Let’s get real about keeping that booty squeaky clean, and explore the products you need to prep it for action! We’re talking about douching: the hygienic practice of rinsing out the anal canal with water, prior to anal sex or play.

While a healthy, high-fibre diet can help, some people prefer to douche before anal sex to minimise any potential mess. This is a personal choice, most bottoms (recievers of anal sex) douche their bums to provide themselves a peace of mind (i.e. “better safe than sorry") and we agree. It’s better to come prepared than not at all!

Before we get into the nitty-gritty of what products you need to keep things clean and comfortable, it’s important to know that it takes patience and some practice to learn how douching works, and sometimes things might not go as planned.

Keep an open mind and try not to get too squeamish about these things; a good sense of humour can go a long way. Now, let’s gear up that ass for a little spa treatment. Squeaky-clean bum, here we come!

What do I need to start douching?
Pushing a stiff nozzle up your bum (without lube) can cause ripping and tearing in places we don’t want. Not only will it be painful, but it can increase your risk for sexually transmitted infections. Therefore, we’re gonna need two things to start: a quality lubricant and a douche.

Lubricant is going to be your best friend when it comes to putting anything up your butt. Not using enough lube can significantly raise your chances of irritation and tears, so use lots (and lots) of it.

Silicone lubricant is going to be your best bet, it lasts much longer than water-based lubricant and you won’t need to reapply as much. Before you start, lube yourself and your douche’s nozzle generously.

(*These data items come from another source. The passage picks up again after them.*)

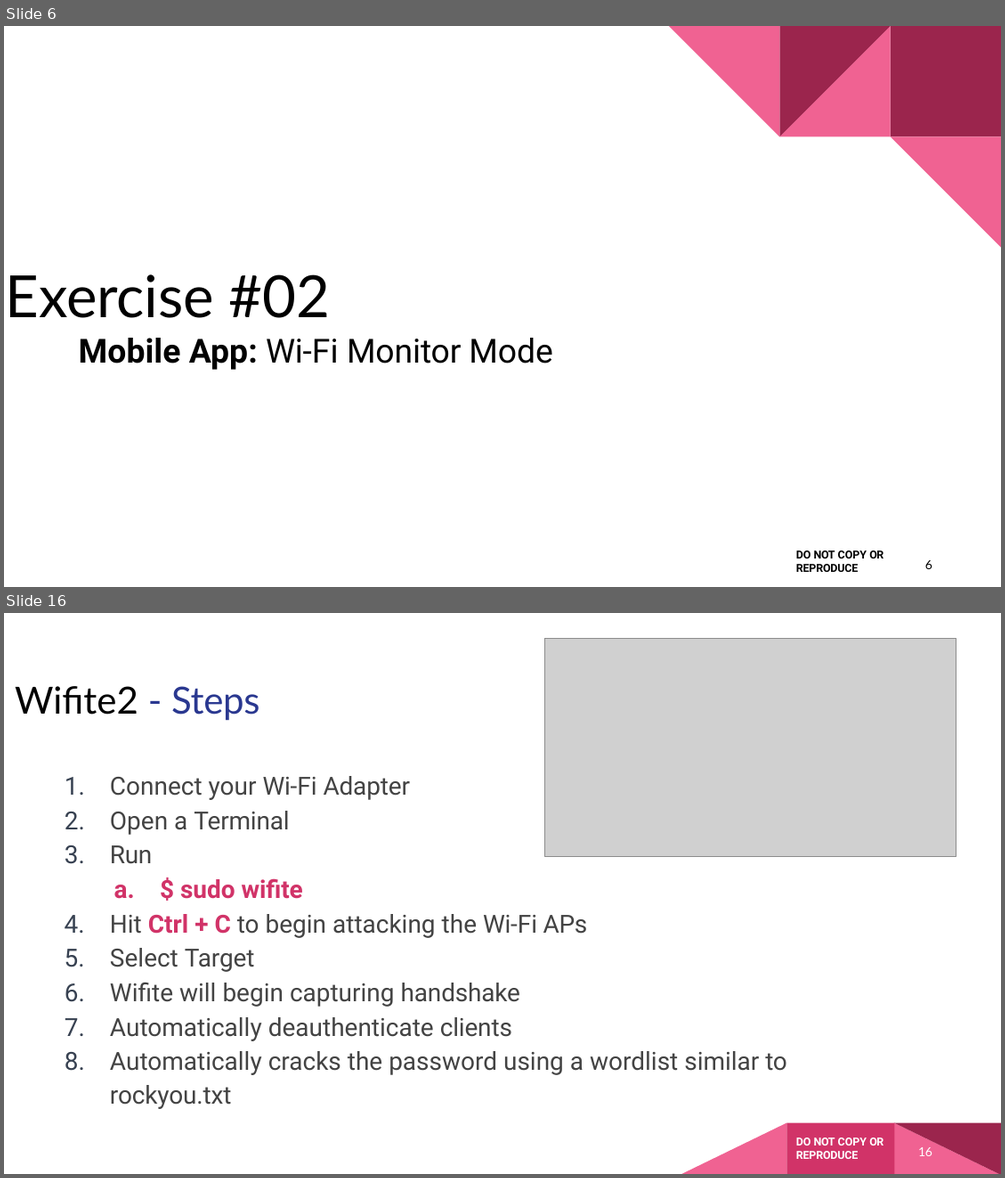
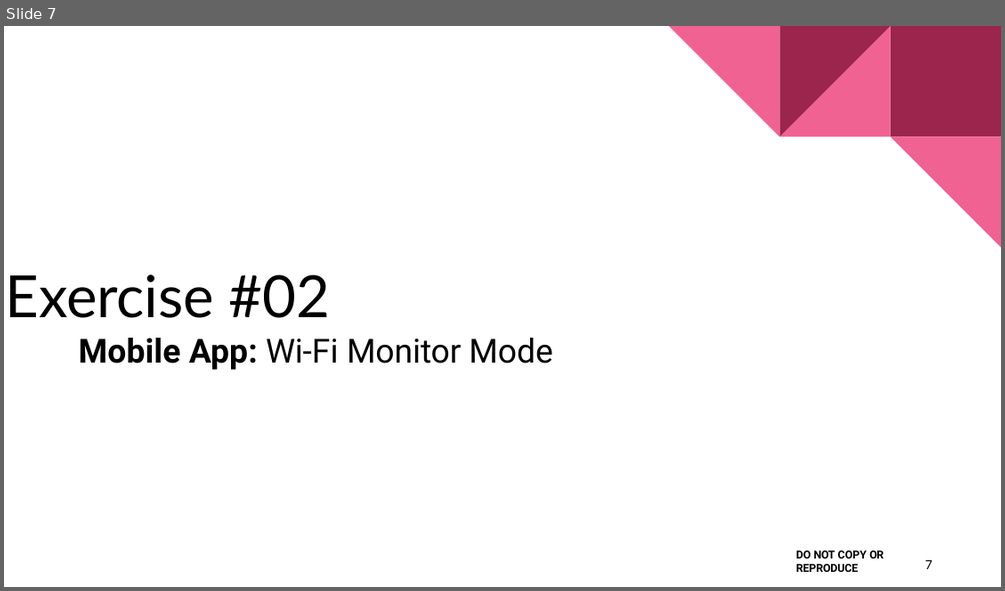
Before and after one commit to nprobert/AutoISAC-ACT-AdvWireless, a slide deck: 3 ACT AW - WiFi.pptx. Shown one above the other, each under a label of ours: slides 6 and 16 before the commit, slide 7 after it; the slides between them are not shown. The pictures are 1005x1178 and 1005x591 pixels, drawn with LibreOffice and Linux fonts; fonts in the diff are those of the drawing; grey boxes stand for pictures. Boxes give left, top, right and bottom in pixels: in the first picture for what was removed or moved away, otherwise in the second. Text is boxed around its words. In the diff, an @@ line names an element or a change of style, - is before the commit and + after.

```diff
--- a/3 ACT AW - WiFi.pptx
+++ b/3 ACT AW - WiFi.pptx
@@ slide 16 removed at (4,613,1001,1174), background #FFFFFF @@
@@ picture removed at (545,638,956,856) @@
@@ title removed at (15,686,259,721) @@
-Wiﬁte2 - Steps
@@ text removed at (110,776,786,1109) @@
-1. Connect your Wi-Fi Adapter
-2. Open a Terminal
-3. Run
-  a. $ sudo wiﬁte
-4. Hit Ctrl + C to begin attacking the Wi-Fi APs
-5. Select Target
-6. Wiﬁte will begin capturing handshake
-7. Automatically deauthenticate clients
-8. Automatically cracks the password using a wordlist similar to rockyou.txt
@@ freeform shape removed at (681,1123,787,1174) @@
@@ freeform shape removed at (787,1123,895,1174) @@
@@ text removed at (796,1137,883,1159) @@
-DO NOT COPY OR REPRODUCE
@@ freeform shape removed at (894,1123,999,1174) @@
@@ freeform shape removed at (894,1123,1001,1174) @@
@@ page number removed at (918,1147,932,1156) @@
-16
@@ what was slide 6 is now slide 7 @@
@@ page number at (925,560,932,569): text changed @@
-6
+7
```
Also in this commit, not shown: 3 slides changed, 1 slide added, 15 other slides removed, 1 other file.

Which douche should I start with?
Beginner-friendly douche kits are widely available at sex shops, ours included. Shower douches or hose attachments are only recommended for absolute pros, those who practice douching on the regular (hey gays, we see you). At Newside, we offer three different douches for you to choose from:

  1. Aneros' Prelude Enema Bulb Kit

    This enema bulb is crafted from medical-grade silicone and boasts a unique slow-flow, one-way nozzle. This means liquid is introduced gradually and comfortably, steering clear of any uncomfortable cramping or messy blackflow. Out of the three options we have at Newside, this douche takes the crown for being the most user-friendly, particularly when it comes to insertion, thanks to its small-sized nozzle.

  2. Renegade's Body Cleanser or Deluxe Cleanser

    Renegade's Deluxe Cleanser is the upgraded version of its classic douche, the Body Cleanser. They both come with removable nozzles for easy cleaning, but the Deluxe Cleanser has more of a body-conscious shape, featuring a greater tilt. Fair warning to beginners, you will get a larger bulb with this option (a larger bulb means you can hold more water) but that also means a larger nozzle. It’s a deeper clean than the enema bulb, but a bit more challenging to insert.

Frequently Asked Questions
Now that we’ve got the products you’ll need down, let’s answer some underlying questions you might have:

  1. Can I use soap or other additives in the water?
    The short answer is no. You can’t use soap, olive oil, bleach, alcohol, or anything else you can find under your sink. For anal douching, it's best to use plain, lukewarm water.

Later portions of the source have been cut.